Background Evaluation Extended Format (BEEF) Transactions
Deggen (deggen@kschw.com) Damian Orzepowski (damian.orzepowski@4chain.studio) Wojciech Regulski (wojciech.regulski@4chain.studio) Arkadiusz Osowski (arkadiusz.osowski@4chain.studio)
Abstract
We propose a binary format for sending Transactions between peers to allow Simple Payment Verification (SPV). The format is optimized for minimal bandwidth while maintaining data required to independently validate the transaction in full.
Assumption: Every user has an independent source of Block Headers indexed by Merkle Root.

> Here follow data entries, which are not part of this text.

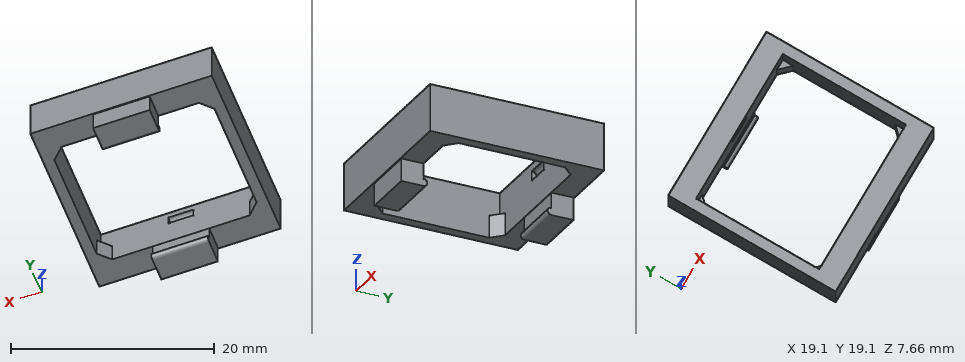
import cadquery as cq

frame_side = 19.05
frame_height = 5.18
opening_x = 16.8
opening_y = 14.0

post_leg = 1.18
post_height = 2.44

groove_length = 2.63
groove_radius = 0.51
groove_center_z = 3.83

clip_width = 5.95
clip_height = 2.48
clip_outer_inset = 0.1
bead_radius = 0.4


def make_corner_post(side_x, side_y):
    """Triangular post filling one corner of the opening."""
    corner_x = side_x * opening_x / 2
    corner_y = side_y * opening_y / 2
    return (
        cq.Workplane("XY")
        .moveTo(corner_x, corner_y)
        .lineTo(corner_x - side_x * post_leg, corner_y)
        .lineTo(corner_x, corner_y - side_y * post_leg)
        .close()
        .extrude(post_height)
    )


def make_groove_cutter(side_y):
    """Cylinder along X, centred on the inner face of a thick wall."""
    return (
        cq.Workplane("YZ")
        .center(side_y * opening_y / 2, groove_center_z)
        .circle(groove_radius)
        .extrude(groove_length / 2, both=True)
    )


def make_frame():
    """Square frame with a rectangular opening, corner posts and grooves."""
    frame = (
        cq.Workplane("XY")
        .rect(frame_side, frame_side)
        .rect(opening_x, opening_y)
        .extrude(frame_height)
    )
    for side_y in (-1, 1):
        frame = frame.cut(make_groove_cutter(side_y))
        for side_x in (-1, 1):
            frame = frame.union(make_corner_post(side_x, side_y))
    return frame


def make_clip(side_y):
    """Block under a thick wall with a half-round bead along its lower inner edge."""
    outer_y = side_y * (frame_side / 2 - clip_outer_inset)
    inner_y = side_y * opening_y / 2
    bead_tip_y = inner_y - side_y * bead_radius
    bead_center_z = bead_radius - clip_height
    return (
        cq.Workplane("YZ")
        .moveTo(outer_y, 0)
        .lineTo(outer_y, -clip_height)
        .lineTo(inner_y, -clip_height)
        .threePointArc((bead_tip_y, bead_center_z), (inner_y, bead_center_z + bead_radius))
        .lineTo(inner_y, 0)
        .close()
        .extrude(clip_width / 2, both=True)
    )


frame = make_frame()
clips = [make_clip(side_y) for side_y in (-1, 1)]

result = cq.Compound.makeCompound([frame.val(), *[clip.val() for clip in clips]])

The simplest form is two transactions, one confirmed in a block which has a corresponding Merkle path and includes an output which is being spent in the second. The second is a newly signed transaction which constitutes the actual payment.
In cases where one or more inputs are not yet mined, each ancestral transaction is included. We step back through the Transaction DAG until every input has a corresponding parent transaction with a Merkle path.
This format is aligned with Dr. Craig Wright's explanation of SPV from this article. He makes reference to a new paradigm, this format is an attempt to bring forth that paradigm.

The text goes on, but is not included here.